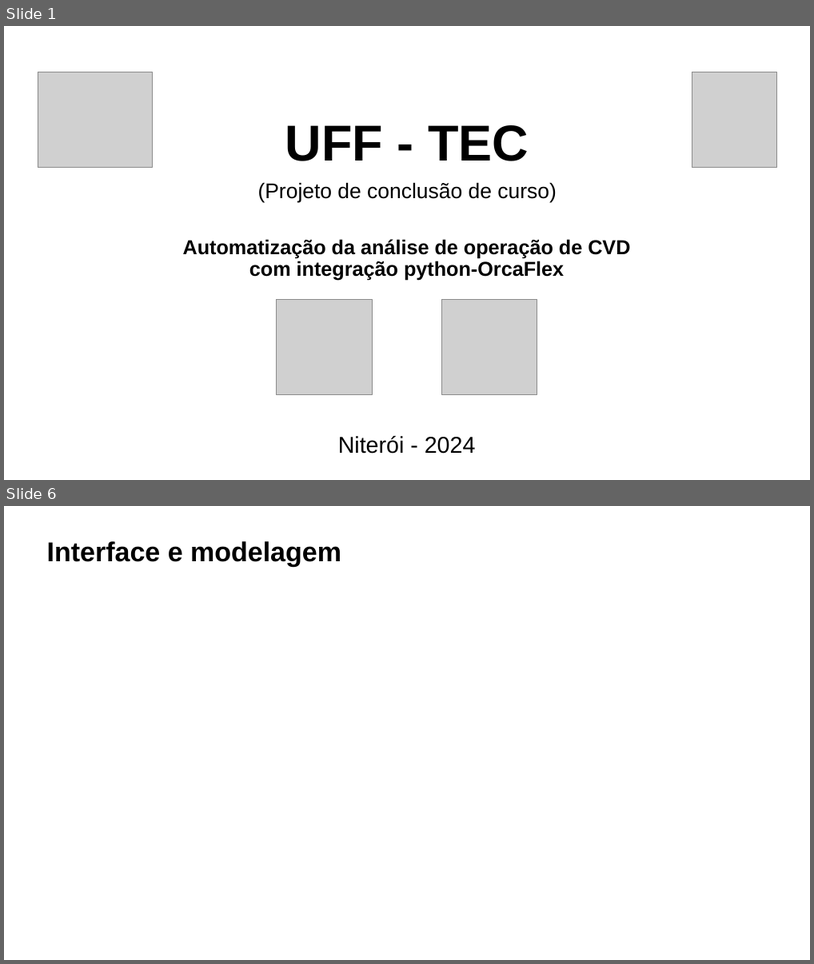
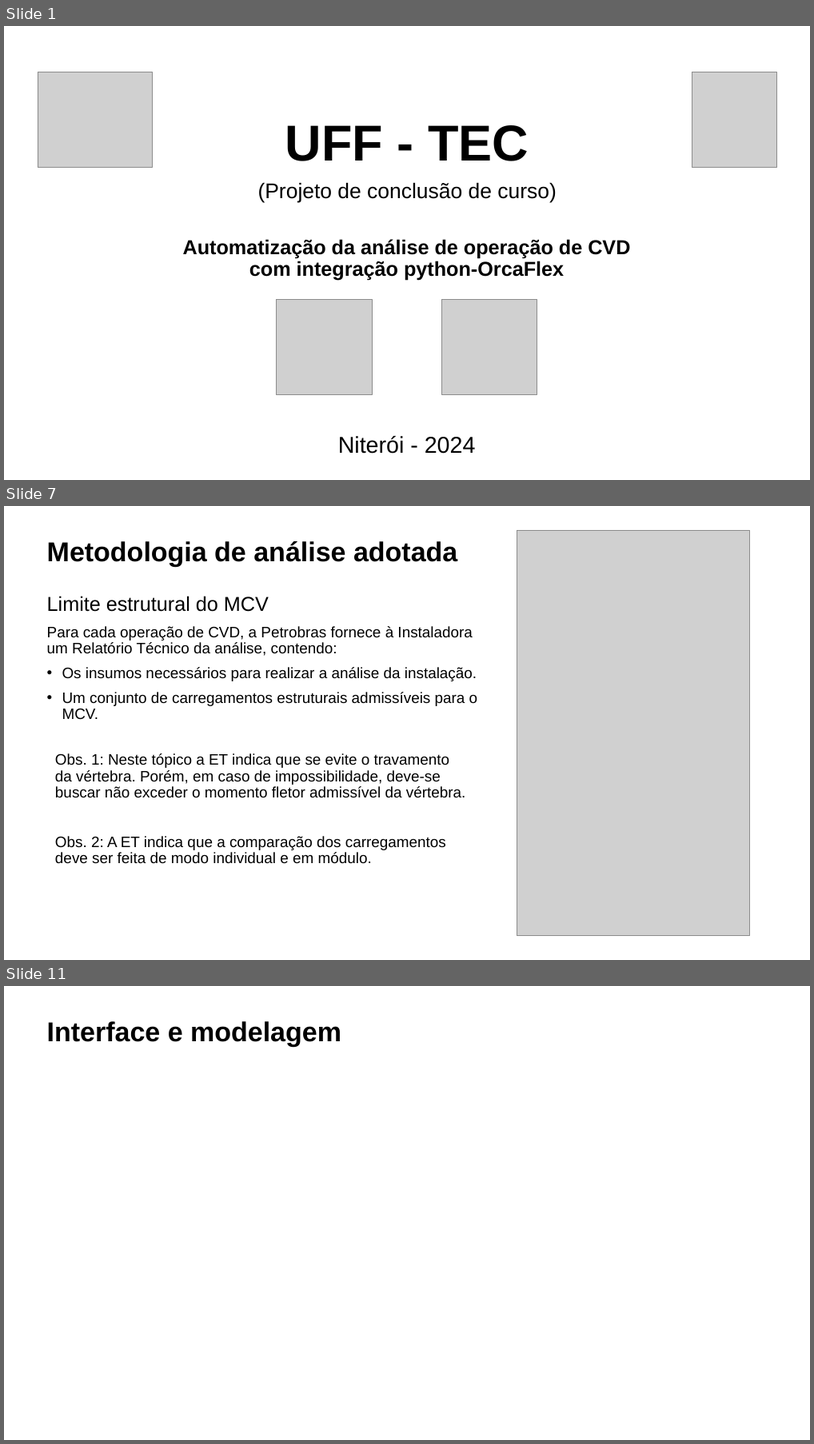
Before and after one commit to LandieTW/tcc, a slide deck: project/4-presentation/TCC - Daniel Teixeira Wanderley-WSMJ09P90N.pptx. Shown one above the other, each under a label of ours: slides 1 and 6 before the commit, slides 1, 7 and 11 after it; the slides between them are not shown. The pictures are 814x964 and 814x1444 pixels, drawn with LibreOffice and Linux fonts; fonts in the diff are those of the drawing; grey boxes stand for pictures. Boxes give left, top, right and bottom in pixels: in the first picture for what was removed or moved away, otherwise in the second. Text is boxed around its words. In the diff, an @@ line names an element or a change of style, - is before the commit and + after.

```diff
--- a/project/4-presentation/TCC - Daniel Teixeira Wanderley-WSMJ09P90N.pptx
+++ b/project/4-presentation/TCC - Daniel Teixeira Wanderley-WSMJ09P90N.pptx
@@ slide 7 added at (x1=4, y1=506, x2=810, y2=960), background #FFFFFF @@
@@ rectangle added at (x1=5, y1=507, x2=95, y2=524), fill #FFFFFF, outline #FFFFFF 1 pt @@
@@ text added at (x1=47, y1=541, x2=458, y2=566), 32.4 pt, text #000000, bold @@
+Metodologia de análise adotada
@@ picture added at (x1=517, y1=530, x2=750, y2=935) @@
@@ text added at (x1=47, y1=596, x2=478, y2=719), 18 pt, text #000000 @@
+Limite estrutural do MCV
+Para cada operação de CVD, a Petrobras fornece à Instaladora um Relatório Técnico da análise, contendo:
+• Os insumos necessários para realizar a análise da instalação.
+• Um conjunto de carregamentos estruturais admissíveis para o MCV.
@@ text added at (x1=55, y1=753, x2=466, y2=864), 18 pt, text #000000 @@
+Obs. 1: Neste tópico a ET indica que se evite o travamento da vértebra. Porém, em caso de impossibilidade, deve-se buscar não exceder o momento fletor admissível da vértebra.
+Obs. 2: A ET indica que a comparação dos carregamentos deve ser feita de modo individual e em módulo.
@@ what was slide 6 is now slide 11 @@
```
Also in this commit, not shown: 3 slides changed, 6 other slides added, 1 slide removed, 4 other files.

◆ ◆ ◆ ◆ ◆ ◆ ◆

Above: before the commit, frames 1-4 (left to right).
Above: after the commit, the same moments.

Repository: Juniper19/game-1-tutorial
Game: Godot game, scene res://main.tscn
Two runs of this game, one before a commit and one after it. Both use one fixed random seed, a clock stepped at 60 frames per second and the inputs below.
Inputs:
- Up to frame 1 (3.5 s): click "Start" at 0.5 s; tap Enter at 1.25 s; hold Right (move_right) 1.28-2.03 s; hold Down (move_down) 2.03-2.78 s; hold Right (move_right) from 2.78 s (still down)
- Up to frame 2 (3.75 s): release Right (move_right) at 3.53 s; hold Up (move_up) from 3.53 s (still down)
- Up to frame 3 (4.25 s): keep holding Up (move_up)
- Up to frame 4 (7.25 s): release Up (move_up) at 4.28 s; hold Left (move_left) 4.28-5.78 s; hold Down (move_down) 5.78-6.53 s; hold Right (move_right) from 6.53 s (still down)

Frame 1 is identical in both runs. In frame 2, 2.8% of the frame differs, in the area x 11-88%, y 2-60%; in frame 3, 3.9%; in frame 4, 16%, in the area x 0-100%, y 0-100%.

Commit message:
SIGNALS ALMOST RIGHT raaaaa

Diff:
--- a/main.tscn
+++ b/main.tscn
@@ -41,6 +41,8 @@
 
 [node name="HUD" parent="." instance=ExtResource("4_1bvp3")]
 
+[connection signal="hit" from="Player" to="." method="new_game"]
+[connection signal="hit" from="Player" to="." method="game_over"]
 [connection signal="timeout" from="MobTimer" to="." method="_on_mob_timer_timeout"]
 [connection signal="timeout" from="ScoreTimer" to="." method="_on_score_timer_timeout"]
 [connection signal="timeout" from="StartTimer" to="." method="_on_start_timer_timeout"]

◆ ◆ ◆ ◆ ◆ ◆ ◆

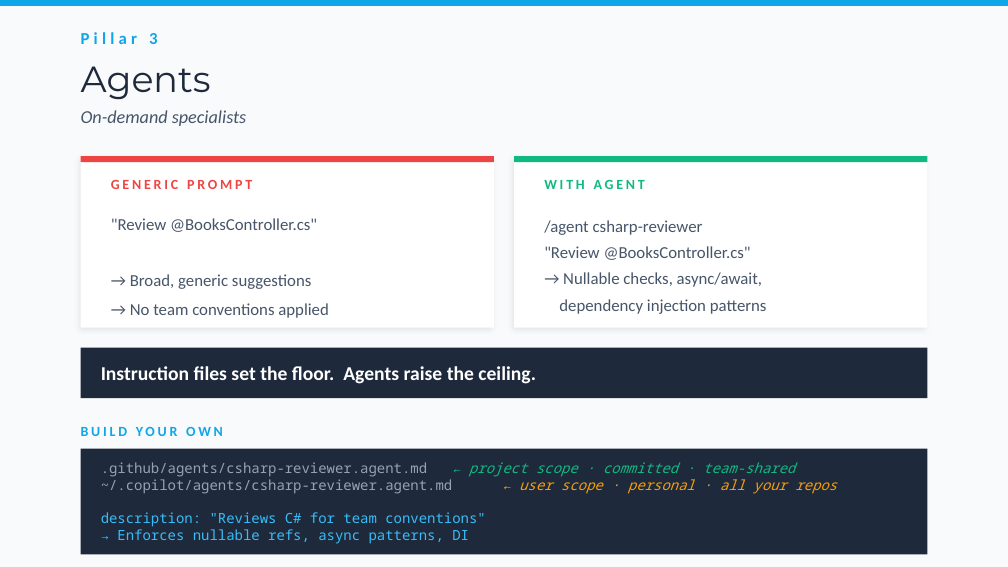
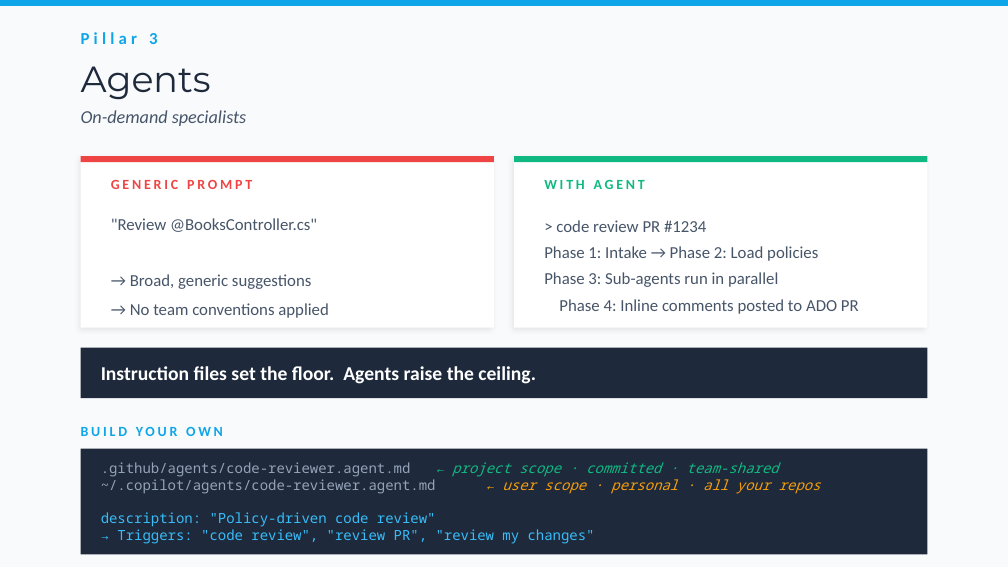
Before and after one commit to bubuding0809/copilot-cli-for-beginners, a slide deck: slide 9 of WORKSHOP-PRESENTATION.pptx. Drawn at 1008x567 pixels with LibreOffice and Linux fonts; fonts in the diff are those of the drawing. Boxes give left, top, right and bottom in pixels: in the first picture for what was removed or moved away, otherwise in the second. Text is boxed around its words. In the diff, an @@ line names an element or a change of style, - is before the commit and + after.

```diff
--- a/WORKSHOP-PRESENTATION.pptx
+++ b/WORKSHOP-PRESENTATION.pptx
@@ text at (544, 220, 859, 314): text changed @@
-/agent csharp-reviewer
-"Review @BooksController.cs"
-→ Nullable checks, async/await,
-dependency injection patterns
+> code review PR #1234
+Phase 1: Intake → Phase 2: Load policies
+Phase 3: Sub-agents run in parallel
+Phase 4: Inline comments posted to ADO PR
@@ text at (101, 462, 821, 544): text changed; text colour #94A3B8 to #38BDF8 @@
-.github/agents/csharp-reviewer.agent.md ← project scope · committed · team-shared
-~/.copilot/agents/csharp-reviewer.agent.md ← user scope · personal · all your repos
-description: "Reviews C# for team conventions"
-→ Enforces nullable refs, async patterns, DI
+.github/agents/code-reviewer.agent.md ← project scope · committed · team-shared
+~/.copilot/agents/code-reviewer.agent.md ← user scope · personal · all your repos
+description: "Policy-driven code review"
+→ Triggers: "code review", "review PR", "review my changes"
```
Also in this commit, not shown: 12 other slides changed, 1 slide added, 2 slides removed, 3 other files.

◆ ◆ ◆ ◆ ◆ ◆ ◆

The task: Filter the entries down to the lines holding the string "words". Copy each of those lines.

Expected answer:
Before and after one commit to LandieTW/tcc, a slide deck: project/4-presentation/TCC - Daniel Teixeira Wanderley-WSMJ09P90N.pptx. Shown one above the other, each under a label of ours: slides 1 and 6 before the commit, slides 1, 7 and 11 after it; the slides between them are not shown. The pictures are 814x964 and 814x1444 pixels, drawn with LibreOffice and Linux fonts; fonts in the diff are those of the drawing; grey boxes stand for pictures. Boxes give left, top, right and bottom in pixels: in the first picture for what was removed or moved away, otherwise in the second. Text is boxed around its words. In the diff, an @@ line names an element or a change of style, - is before the commit and + after.
Before and after one commit to bubuding0809/copilot-cli-for-beginners, a slide deck: slide 9 of WORKSHOP-PRESENTATION.pptx. Drawn at 1008x567 pixels with LibreOffice and Linux fonts; fonts in the diff are those of the drawing. Boxes give left, top, right and bottom in pixels: in the first picture for what was removed or moved away, otherwise in the second. Text is boxed around its words. In the diff, an @@ line names an element or a change of style, - is before the commit and + after.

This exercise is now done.